John T. Carlson, an assistant federal public defender representing
Friday, argued the Fish and Wildlife Service kept the existence of
permits quiet and instead tried to point Indians toward a federal
repository in Denver that stores the remains of eagles killed by power
lines or other causes.
Requiring Native Americans to secure permits to kill eagles infringes on
their religious freedom, Carlson said.
"No other religion has a permit system denying it access to its
sacred objects," Carlson said.
Chris Schneider, lawyer for the Northern Arapaho Tribe, told the judges
that it was not in the tribe's interest to allow people to wipe out the
bald eagle.
"The Arapaho believe, as a people, that the creator gave them the
golden and bald eagle," Schneider said.
Speaking after the hearing, Friday said he doesn't accept the
government's argument that he shouldn't be allowed to argue against the
permitting system because he didn't apply for a permit.
"I don't think they should be able to do that because of what the
First Amendment obviously says is my right to practice my religion,"
Friday said. "Now I have to wait for three months to a year (for a
permit)?"
Senior members of the Northern Arapaho Tribe appeared in court in
support of Friday.
Nelson P. White, Sr., a member of the Northern Arapaho Business Council,
said after the hearing that he doesn't believe Friday should be charged
with any crime. And he said tribal members don't kill eagles
indiscriminately.
"My grandfather gave me a whistle from the eagle bone, and his
grandfather gave that to him," White said. "We don't kill birds
every day, or every year."
White said many of the birds American Indians receive from the federal
depository are rotten, or otherwise unfit for use in religious
ceremonies.
"That's unacceptable," White said. "How would a non-Indian
feel if they had to get their Bible from a repository."

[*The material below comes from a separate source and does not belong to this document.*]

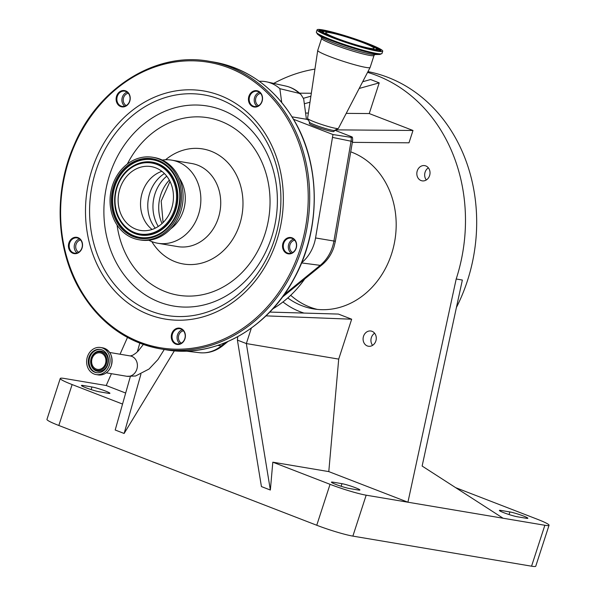 <?xml version="1.0" encoding="UTF-8"?>
<svg xmlns="http://www.w3.org/2000/svg" width="596" height="596" viewBox="0 0 596 596"><rect width="100%" height="100%" fill="white"/><g stroke="black" fill="none" stroke-linecap="round" stroke-linejoin="round"><path stroke-width="0.89" d="M92.097 358.516A8.374 7.122 -80.4 0 0 97.386 369.364A8.374 7.122 -80.4 0 0 105.455 363.687A8.374 7.122 -80.4 0 0 100.165 352.847A8.374 7.122 -80.4 0 0 92.097 358.516M91.27 358.203A9.402 8.001 -80.4 0 0 95.881 370.012A9.402 8.001 -80.4 0 0 106.282 364.007A9.402 8.001 -80.4 0 0 101.67 352.199A9.402 8.001 -80.4 0 0 91.27 358.203M88.96 357.399A11.778 10.02 -80.4 0 0 96.403 372.649A11.778 10.02 -80.4 0 0 107.749 364.67A11.778 10.02 -80.4 0 0 100.307 349.42A11.778 10.02 -80.4 0 0 88.96 357.399M109.306 365.266A13.723 11.674 -80.4 0 0 100.635 347.505A13.723 11.674 -80.4 0 0 87.411 356.795A13.723 11.674 -80.4 0 0 96.075 374.564A13.723 11.674 -80.4 0 0 109.306 365.266M261.421 94.026A8.255 7.025 99.6 0 1 259.327 105.514A8.255 7.025 99.6 0 1 249.56 103.682A8.255 7.025 99.6 0 1 251.654 92.194A8.255 7.025 99.6 0 1 261.421 94.026M295.519 240.859A8.255 7.025 99.6 0 1 293.426 252.346A8.255 7.025 99.6 0 1 283.659 250.514A8.255 7.025 99.6 0 1 285.752 239.026A8.255 7.025 99.6 0 1 295.519 240.859M184.268 331.473A8.255 7.025 99.6 0 1 182.175 342.961A8.255 7.025 99.6 0 1 172.415 341.128A8.255 7.025 99.6 0 1 174.501 329.64A8.255 7.025 99.6 0 1 184.268 331.473M81.421 240.642A8.255 7.025 99.6 0 1 79.328 252.13A8.255 7.025 99.6 0 1 69.561 250.305A8.255 7.025 99.6 0 1 71.654 238.81A8.255 7.025 99.6 0 1 81.421 240.642M129.101 93.892A8.255 7.025 99.6 0 1 127.008 105.38A8.255 7.025 99.6 0 1 117.241 103.548A8.255 7.025 99.6 0 1 119.334 92.06A8.255 7.025 99.6 0 1 129.101 93.892M117.911 103.279A7.718 6.563 -80.4 0 0 122.173 106.379A7.718 6.563 -80.4 0 0 128.915 102.743A7.718 6.563 -80.4 0 0 128.997 94.257A7.718 6.563 -80.4 0 0 124.735 91.158A7.718 6.563 -80.4 0 0 117.993 94.801A7.718 6.563 -80.4 0 0 117.911 103.279M124.795 106.207A7.718 6.563 99.6 0 1 122.947 104.129A7.718 6.563 99.6 0 1 127.149 92.179M70.231 250.029A7.718 6.563 -80.4 0 0 74.493 253.129A7.718 6.563 -80.4 0 0 81.235 249.493A7.718 6.563 -80.4 0 0 81.309 241.007A7.718 6.563 -80.4 0 0 77.048 237.908A7.718 6.563 -80.4 0 0 70.306 241.551A7.718 6.563 -80.4 0 0 70.231 250.029M77.108 252.957A7.718 6.563 99.6 0 1 75.267 250.879A7.718 6.563 99.6 0 1 79.469 238.929M173.078 340.86A7.718 6.563 -80.4 0 0 177.34 343.959A7.718 6.563 -80.4 0 0 184.082 340.323A7.718 6.563 -80.4 0 0 184.164 331.838A7.718 6.563 -80.4 0 0 179.903 328.739A7.718 6.563 -80.4 0 0 173.16 332.374A7.718 6.563 -80.4 0 0 173.078 340.86M179.962 343.78A7.718 6.563 99.6 0 1 178.115 341.709A7.718 6.563 99.6 0 1 182.324 329.759M284.329 250.245A7.718 6.563 -80.4 0 0 288.591 253.345A7.718 6.563 -80.4 0 0 295.333 249.702A7.718 6.563 -80.4 0 0 295.407 241.224A7.718 6.563 -80.4 0 0 291.146 238.124A7.718 6.563 -80.4 0 0 284.404 241.76A7.718 6.563 -80.4 0 0 284.329 250.245M291.206 253.166A7.718 6.563 99.6 0 1 289.365 251.095A7.718 6.563 99.6 0 1 293.567 239.145M250.231 103.413A7.718 6.563 -80.4 0 0 254.492 106.513A7.718 6.563 -80.4 0 0 261.234 102.87A7.718 6.563 -80.4 0 0 261.316 94.392A7.718 6.563 -80.4 0 0 257.055 91.292A7.718 6.563 -80.4 0 0 250.313 94.928A7.718 6.563 -80.4 0 0 250.231 103.413M257.114 106.334A7.718 6.563 99.6 0 1 255.267 104.263A7.718 6.563 99.6 0 1 259.469 92.313M162.291 160.056A42.13 35.849 99.6 0 1 171.819 160.16A42.13 35.849 99.6 0 1 195.078 177.072A42.13 35.849 99.6 0 1 194.646 223.388A42.13 35.849 99.6 0 1 157.828 243.257A42.13 35.849 99.6 0 1 148.799 240.24M179.232 177.943A34.404 29.271 99.6 0 1 180.573 180.081A34.404 29.271 99.6 0 1 170.657 228.879M152.732 157.277L154.297 157.545A41.809 35.574 99.6 0 1 177.377 174.323A41.809 35.574 99.6 0 1 176.952 220.282A41.809 35.574 99.6 0 1 140.418 239.994L138.853 239.734A41.809 35.574 99.6 0 1 115.773 222.956A41.809 35.574 99.6 0 1 116.198 176.997A41.809 35.574 99.6 0 1 152.732 157.277A41.809 35.574 99.6 0 1 175.813 174.054A41.809 35.574 99.6 0 1 175.388 220.021A41.809 35.574 99.6 0 1 138.853 239.734M122.56 217.428A32.355 27.528 99.6 0 1 122.888 181.855A32.355 27.528 99.6 0 1 151.161 166.597A32.355 27.528 99.6 0 1 169.026 179.582A32.355 27.528 99.6 0 1 168.698 215.156A32.355 27.528 99.6 0 1 140.425 230.414A32.355 27.528 99.6 0 1 122.56 217.428M152.092 229.46A32.355 27.528 99.6 0 1 144.955 221.198A32.355 27.528 99.6 0 1 161.881 171.328M260.623 93.401A6.481 5.513 -80.4 0 0 255.915 97.796A6.481 5.513 -80.4 0 0 258.56 105.686M294.722 240.233A6.481 5.513 -80.4 0 0 290.014 244.628A6.481 5.513 -80.4 0 0 292.651 252.525M183.479 330.847A6.481 5.513 -80.4 0 0 178.77 335.243A6.481 5.513 -80.4 0 0 181.407 343.14M80.602 239.994A6.481 5.513 -80.4 0 0 76.072 244.36A6.481 5.513 -80.4 0 0 78.679 252.235M128.304 93.267A6.481 5.513 -80.4 0 0 123.596 97.662A6.481 5.513 -80.4 0 0 126.24 105.559M299.229 93.363A36.758 31.275 -80.4 0 0 285.827 86.07C291.6 87.381 296.622 90.16 300.898 94.414L299.229 93.363L279.852 88.677A37.727 32.095 -80.4 0 0 266.844 81.89A37.727 32.095 -80.4 0 0 260.862 81.257L259.245 81.257M281.714 102.415L279.852 88.677M300.898 94.414L303.662 98.861L306.433 119.267L292.055 116.846M309.495 122.202L309.324 123.491A12.963 1.17 18 0 0 314.941 126.345A12.963 1.17 18 0 0 327.293 130.39A12.963 1.17 18 0 0 333.983 131.5L334.602 130.36M334.825 130.248L351.782 136.804A9.298 0.842 -162 0 1 352.385 137.304A9.298 0.842 -162 0 1 351.133 137.371L332.963 134.54L293.537 119.289M306.433 119.267L308.363 120.012M370.116 67.467L338.394 128.416A16.204 1.468 -162 0 1 338.297 128.498L334.542 130.39A13.209 1.192 -162 0 1 315.224 125.071A13.209 1.192 -162 0 1 309.525 122.262L307.603 118.522A16.204 1.468 -162 0 1 307.573 118.395L317.728 50.444A27.55 2.488 -162 0 1 317.735 50.407L321.639 38.405A27.55 2.488 -162 0 0 333.559 44.514A27.55 2.488 -162 0 0 360.006 53.148A27.55 2.488 -162 0 0 374.035 55.428L370.131 67.437A27.55 2.488 -162 0 1 370.116 67.467A27.55 2.488 -162 0 1 355.924 65.106A27.55 2.488 -162 0 1 329.663 56.516A27.55 2.488 -162 0 1 317.728 50.444M338.297 128.498A16.204 1.468 -162 0 1 314.591 121.971A16.204 1.468 -162 0 1 307.603 118.522M367.806 43.515A34.516 3.122 -162 0 1 382.744 51.167A34.516 3.122 -162 0 1 365.162 48.313A34.516 3.122 -162 0 1 332.032 37.496A34.516 3.122 -162 0 1 317.094 29.837A34.516 3.122 -162 0 1 334.676 32.691A34.516 3.122 -162 0 1 367.806 43.515M363.106 42.726A25.442 2.302 -162 0 1 374.117 48.365A25.442 2.302 -162 0 1 361.154 46.264A25.442 2.302 -162 0 1 336.733 38.286A25.442 2.302 -162 0 1 325.721 32.638A25.442 2.302 -162 0 1 338.684 34.747A25.442 2.302 -162 0 1 363.106 42.726M301.636 262.762A37.727 32.095 -80.4 0 0 315.552 237.953L332.963 134.54M272.655 308.966A108.032 91.911 -80.4 0 0 304.765 278.906M140.917 374.191L124.124 433.471L174.367 350.806M130.33 376.59L115.192 430.014L124.124 433.471M111.43 373.699L106.207 385.508L64.442 378.482A27.438 2.481 18 0 0 60.248 378.475A27.438 2.481 18 0 0 72.123 384.562L122.545 404.058M60.248 378.475L46.95 419.405A27.438 2.481 18 0 0 58.825 425.484L316.752 525.255A27.438 2.481 18 0 0 352.869 536.117L531.558 566.193A27.438 2.481 18 0 0 535.752 566.2L549.05 525.27A27.438 2.481 18 0 0 537.175 519.183L455.635 487.647M265.95 315.865L351.67 319.203L338.707 359.105L328.791 471.607L272.812 462.183L330.05 484.325A27.438 2.481 18 0 0 366.168 495.187L407.925 502.212L456.193 279.002A162.045 137.87 -80.4 0 0 367.568 72.377M272.812 462.183L270.361 490.031L246.342 343.564L338.707 359.105M237.707 336.725L237.409 340.107L261.428 486.574L270.361 490.031M237.409 340.107L246.342 343.564L251.37 328.068M335.585 129.861L412.991 130.479L408.983 142.809L352.348 142.355M359.194 88.454L379.212 82.866L369.244 113.56L346.224 113.374M308.37 113.076L305.592 113.054M369.244 113.56L412.991 130.479M304.325 103.779L309.995 102.192M362.696 81.734L370.593 79.529L379.212 82.866M303.401 98.295L310.889 96.202M299.579 93.162L311.328 93.259M351.67 319.203L338.431 314.077L269.75 312.073M304.02 313.079A87.307 74.284 99.6 0 1 282.973 301.949M139.807 343.132L137.333 351.856M108.353 393.315A10.266 0.924 18 0 0 109.917 393.315A10.266 0.924 18 0 0 103.071 390.149A10.266 0.924 18 0 0 91.97 386.975L83.015 385.47A10.266 0.924 18 0 0 81.443 385.463A10.266 0.924 18 0 0 88.29 388.629A10.266 0.924 18 0 0 99.39 391.803L108.353 393.315M106.207 385.508L125.667 393.04M333.008 482.164A10.266 0.924 18 0 0 331.443 482.164A10.266 0.924 18 0 0 338.29 485.33A10.266 0.924 18 0 0 349.39 488.504L358.345 490.009A10.266 0.924 18 0 0 359.917 490.016A10.266 0.924 18 0 0 353.07 486.85A10.266 0.924 18 0 0 341.97 483.676L333.008 482.164L332.71 483.08M328.791 471.607L407.925 502.212L544.856 525.262A27.438 2.481 18 0 0 549.05 525.27M314.934 69.121A162.045 137.87 -80.4 0 0 273.72 83.403M127.484 337.418L120.049 354.225M287.793 297.955A81.026 68.935 -80.4 0 0 313.436 308.884A81.026 68.935 -80.4 0 0 391.542 253.993A81.026 68.935 -80.4 0 0 350.724 151.831M363.53 336.256A7.718 6.563 -80.4 0 0 368.41 346.246A7.718 6.563 -80.4 0 0 375.845 341.016A7.718 6.563 -80.4 0 0 370.965 331.026A7.718 6.563 -80.4 0 0 363.53 336.256M417.267 170.851A7.718 6.563 -80.4 0 0 422.147 180.849A7.718 6.563 -80.4 0 0 429.589 175.619A7.718 6.563 -80.4 0 0 424.71 165.628A7.718 6.563 -80.4 0 0 417.267 170.851M426.326 179.955A7.718 6.563 99.6 0 1 425.104 172.169A7.718 6.563 99.6 0 1 428.368 167.834M372.589 345.352A7.718 6.563 99.6 0 1 371.368 337.574A7.718 6.563 99.6 0 1 374.623 333.238M317.377 309.413A81.026 68.935 99.6 0 1 290.706 295.281M503.091 518.229L422.132 466.05L462.354 280.038L456.193 279.002M456.424 307.454A162.045 137.87 -80.4 0 0 467.391 280.887A162.045 137.87 -80.4 0 0 367.963 71.617M509.908 511.942L500.945 510.429A10.266 0.924 18 0 0 499.381 510.429A10.266 0.924 18 0 0 506.228 513.596A10.266 0.924 18 0 0 517.328 516.769L526.283 518.274A10.266 0.924 18 0 0 527.855 518.282A10.266 0.924 18 0 0 521.008 515.115A10.266 0.924 18 0 0 509.908 511.942L509.058 514.549M107.511 364.35A10.207 8.679 -80.4 0 0 102.512 351.543A10.207 8.679 -80.4 0 0 91.225 358.054A10.207 8.679 -80.4 0 0 96.232 370.868A10.207 8.679 -80.4 0 0 107.511 364.35M100.687 349.494A11.778 10.02 -80.4 0 0 89.713 357.525A11.778 10.02 -80.4 0 0 96.783 372.701M102.639 347.84C110.379 350.366 113.277 356.281 111.325 365.609C108.681 372.314 104.263 375.405 98.079 374.899A13.723 11.674 -80.4 0 0 111.31 365.609A13.723 11.674 -80.4 0 0 102.639 347.84L100.635 347.505M164.25 349.502L157.97 359.537L149.067 369.013L135.583 376.001L126.874 376.292A10.318 8.776 -80.4 0 0 136.819 369.304A10.318 8.776 -80.4 0 0 131.761 356.348A10.318 8.776 -80.4 0 0 130.3 355.946L109.671 352.474M213.659 62.036A145.841 124.08 99.6 0 1 294.171 120.563A145.841 124.08 99.6 0 1 292.696 280.895A145.841 124.08 99.6 0 1 165.248 349.673C213.837 358.591 267.008 329.409 293.739 279.308C320.879 231.01 321.132 165.941 294.335 120.653C274.853 88.007 247.966 68.466 213.659 62.036L209.181 61.284A145.841 124.08 99.6 0 1 289.693 119.803A145.841 124.08 99.6 0 1 288.218 280.142A145.841 124.08 99.6 0 1 160.771 348.921A145.841 124.08 99.6 0 1 80.259 290.394M80.475 289.671A144.761 123.163 99.6 0 1 117.151 88.268A144.761 123.163 99.6 0 1 288.36 120.347A144.761 123.163 99.6 0 1 251.683 321.751A144.761 123.163 99.6 0 1 80.475 289.671M101.365 272.655A115.669 98.414 99.6 0 1 130.666 111.728A115.669 98.414 99.6 0 1 267.47 137.356A115.669 98.414 99.6 0 1 238.169 298.291A115.669 98.414 99.6 0 1 101.365 272.655M104.926 270.562A111.847 95.166 99.6 0 1 133.266 114.946A111.847 95.166 99.6 0 1 265.548 139.732A111.847 95.166 99.6 0 1 237.215 295.348A111.847 95.166 99.6 0 1 104.926 270.562M263.462 146.728A101.432 86.301 99.6 0 1 237.767 287.853A101.432 86.301 99.6 0 1 117.807 265.376A101.432 86.301 99.6 0 1 143.502 124.251A101.432 86.301 99.6 0 1 263.462 146.728M127.35 164.012A89.974 76.549 99.6 0 1 257.695 153.843A89.974 76.549 99.6 0 1 234.906 279.025A89.974 76.549 99.6 0 1 128.49 259.089A89.974 76.549 99.6 0 1 117.077 225.057M165.576 159.758A58.334 49.632 99.6 0 1 234.98 172.348A58.334 49.632 99.6 0 1 220.654 253.144A58.334 49.632 99.6 0 1 151.801 241.596M171.819 160.16L191.689 163.505A42.13 35.849 99.6 0 1 214.947 180.417A42.13 35.849 99.6 0 1 214.523 226.733A42.13 35.849 99.6 0 1 177.705 246.602L157.828 243.257M116.861 222.07A40.297 34.285 99.6 0 1 127.067 166.008A40.297 34.285 99.6 0 1 174.725 174.941A40.297 34.285 99.6 0 1 164.518 231.002A40.297 34.285 99.6 0 1 116.861 222.07M117.71 221.652A39.492 33.607 99.6 0 1 126.792 167.483A39.492 33.607 99.6 0 1 173.153 173.406A39.492 33.607 99.6 0 1 174.427 175.455A39.492 33.607 99.6 0 1 163.431 231.181A39.492 33.607 99.6 0 1 117.71 221.652M163.498 231.136A39.336 33.465 99.6 0 1 118.03 221.593A39.336 33.465 99.6 0 1 127.045 167.67A39.336 33.465 99.6 0 1 173.198 173.473M129.973 168.124A36.937 31.424 99.6 0 1 130.032 168.072A36.937 31.424 99.6 0 1 172.795 176.982A36.937 31.424 99.6 0 1 164.302 227.642A36.937 31.424 99.6 0 1 120.943 222.107A36.937 31.424 99.6 0 1 120.891 222.04M130.032 168.072L129.906 168.169C114.879 178.956 109.917 204.115 119.662 220.051A36.773 31.29 99.6 0 1 129.906 168.169A36.773 31.29 99.6 0 1 172.475 177.049A36.773 31.29 99.6 0 1 164.019 227.486A36.773 31.29 99.6 0 1 120.846 221.965A36.773 31.29 99.6 0 1 119.662 220.058M119.96 219.544A35.976 30.605 99.6 0 1 129.071 169.495A35.976 30.605 99.6 0 1 171.626 177.466A35.976 30.605 99.6 0 1 162.507 227.516A35.976 30.605 99.6 0 1 119.96 219.544M155.221 228.186A34.873 29.666 99.6 0 1 152.554 224.252A34.873 29.666 99.6 0 1 164.414 173.548M158.29 226.45A35.648 30.329 99.6 0 1 157.836 225.69A35.648 30.329 99.6 0 1 166.746 176.192M162.015 223.575A35.648 30.329 99.6 0 1 169.331 180.134M374.556 54.579A28.683 2.593 -162 0 1 333.469 42.875A28.683 2.593 -162 0 1 321.713 37.406L317.422 34.136A33.95 3.069 -162 0 0 331.331 40.602A33.95 3.069 -162 0 0 379.957 54.452L374.556 54.579M382.744 51.167L381.999 53.461A34.516 3.122 -162 0 1 364.417 50.608A34.516 3.122 -162 0 1 331.287 39.783A34.516 3.122 -162 0 1 316.349 32.132L317.422 34.136M366.823 43.352A32.624 2.95 -162 0 1 375.949 50.571A32.624 2.95 -162 0 1 333.015 37.66A32.624 2.95 -162 0 1 323.889 30.433A32.624 2.95 -162 0 1 366.823 43.352M373.416 46.741A31.826 2.876 -162 0 1 380.017 50.861M376.888 48.879A31.663 2.861 -162 0 1 379.719 50.906M319.478 31.193A31.826 2.876 -162 0 1 327.241 31.737M319.702 31.409A31.663 2.861 -162 0 1 323.181 31.424M322.041 32.869A29.264 2.645 -162 0 1 321.847 32.251L321.788 32.445M325.729 34.65A29.1 2.63 -162 0 1 322.123 31.931L321.847 32.251M376.963 50.712A29.264 2.645 -162 0 0 377.477 50.325L377.447 49.9A29.1 2.63 -162 0 1 372.932 49.982M364.588 42.972A28.303 2.555 -162 0 1 372.507 49.237A28.303 2.555 -162 0 1 335.25 38.032A28.303 2.555 -162 0 1 327.331 31.767A28.303 2.555 -162 0 1 364.588 42.972M284.061 294.782L320.186 265.347A36.758 31.275 -80.4 0 0 332.434 247.057A36.758 31.275 -80.4 0 0 333.924 241.037L315.552 237.953M301.569 262.918L320.186 265.347A10.803 4.075 50.8 0 0 321.847 264.989C327.517 260.281 331.555 254.298 333.946 247.035L335.369 241.276L352.497 141.505L332.806 137.467M225.325 342.64L221.325 345.896A10.803 4.075 50.8 0 0 222.978 345.538C215.961 351.156 208.116 353.547 199.451 352.69A36.758 31.275 -80.4 0 0 221.325 345.896L217.771 345.434M351.133 137.371A10.803 9.335 101.8 0 1 351.051 141.267L333.924 241.037L335.369 241.276M72.123 384.562L58.825 425.484M330.05 484.325L316.752 525.255M366.168 495.187L352.869 536.117M91.97 386.975L91.121 389.583M83.015 385.47L82.717 386.387M500.945 510.429L500.655 511.346M544.856 525.262L531.558 566.193M341.97 483.676L341.121 486.284M209.181 61.284C156.063 51.331 97.953 87.597 73.926 145.521C53.506 191.875 55.942 249.225 80.102 290.304C99.577 322.95 126.471 342.491 160.771 348.921L165.248 349.673M173.153 173.406L174.419 175.447C184.879 192.493 179.515 219.678 163.431 231.181M119.662 220.051L120.943 222.107M170.002 181.422L161.188 201.098L163.081 222.576M285.827 86.07L266.844 81.89M374.862 54.556L374.035 55.428M321.482 37.213L321.639 38.405M381.999 53.461L379.957 54.452M379.965 50.943L380.084 50.846C379.227 52.262 350.657 44.73 333.06 37.675C324.574 34.277 320.037 32.102 319.441 31.141L319.478 31.283M377.447 49.9C376.396 47.941 372.12 45.639 364.633 42.986C345.352 35.32 318.92 29.062 322.123 31.931M317.094 29.837L316.349 32.132M199.451 352.69L185.907 351.104M222.978 345.538L227.858 341.568M282.31 297.203L321.847 264.989M352.497 141.505A10.803 10.803 0 0 0 352.385 137.304M130.3 355.946L132.826 355.194L135.821 353.19L138.265 350.94L143.353 344.443M126.874 376.292L106.244 372.82M98.079 374.899L96.075 374.564"/></g></svg>
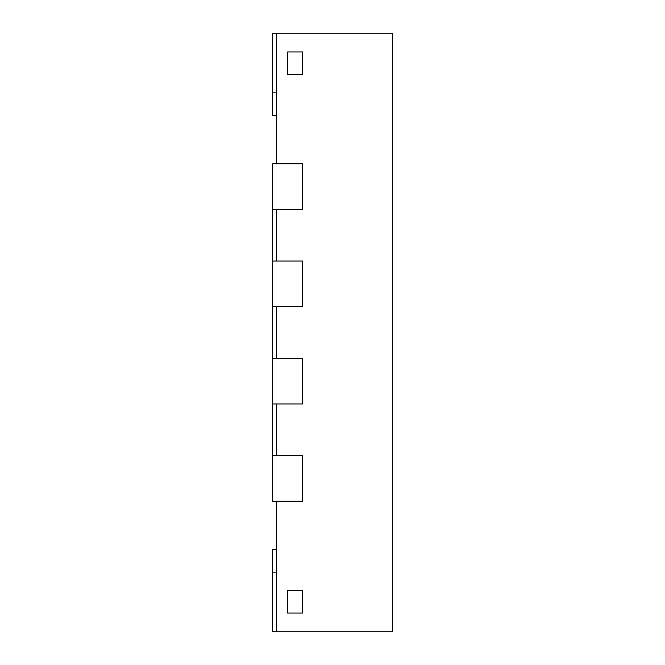 <?xml version="1.0" encoding="UTF-8"?>
<svg xmlns="http://www.w3.org/2000/svg" width="665" height="665" viewBox="0 0 665 665"><rect width="100%" height="100%" fill="white"/><g stroke="black" fill="none" stroke-linecap="round" stroke-linejoin="round"><path stroke-width="1" d="M272.65 455.567L272.65 501.202L302.575 501.202L302.575 455.567L302.575 501.202L276.391 501.202L276.391 631.75L392.35 631.75L392.35 33.25L276.391 33.25L276.391 163.798L302.575 163.798L302.575 209.433L272.65 209.433L272.65 306.69L302.575 306.69L302.575 261.054L302.575 306.69L276.391 306.69L276.391 358.31L302.575 358.31L302.575 403.946L272.65 403.946L272.65 455.567L302.575 455.567L276.391 455.567L276.391 403.946L302.575 403.946L302.575 358.31L272.65 358.31L272.65 403.946M272.65 261.054L302.575 261.054L276.391 261.054L276.391 209.433L302.575 209.433L302.575 163.798L272.65 163.798L272.65 209.433M276.391 549.456L272.65 549.456L272.65 631.75L276.391 631.75M276.391 115.544L272.65 115.544L272.65 33.25L276.391 33.25M272.65 306.69L272.65 358.31M287.613 74.397L287.613 51.953L302.575 51.953L302.575 74.397L302.575 51.953L287.613 51.953L287.613 74.397L302.575 74.397L287.613 74.397M287.613 613.047L287.613 590.603L302.575 590.603L302.575 613.047L302.575 590.603L287.613 590.603L287.613 613.047L302.575 613.047L287.613 613.047M272.65 572.124L276.391 572.124M272.65 92.876L276.391 92.876"/></g></svg>

Steve Moore, lawyer with the Native American Rights Fund, in Boulder,
Colo., said Monday that people in Indian country and in American Indian
legal circles continue to watch Friday's case with great interest.
"The Fish and Wildlife Service and the Interior Department know full
well of the frustrations of Indian people who attempt to legitimately
and sincerely use eagle feathers for cultural purposes," Moore said.
"But they have not taken effective steps to try to correct the
problem."
Increases in the eagle population allowed the federal government to
remove the bald eagle from the list of threatened species under the
Endangered Species Act this year. The bird had been reclassified from
endangered to threatened in 1995.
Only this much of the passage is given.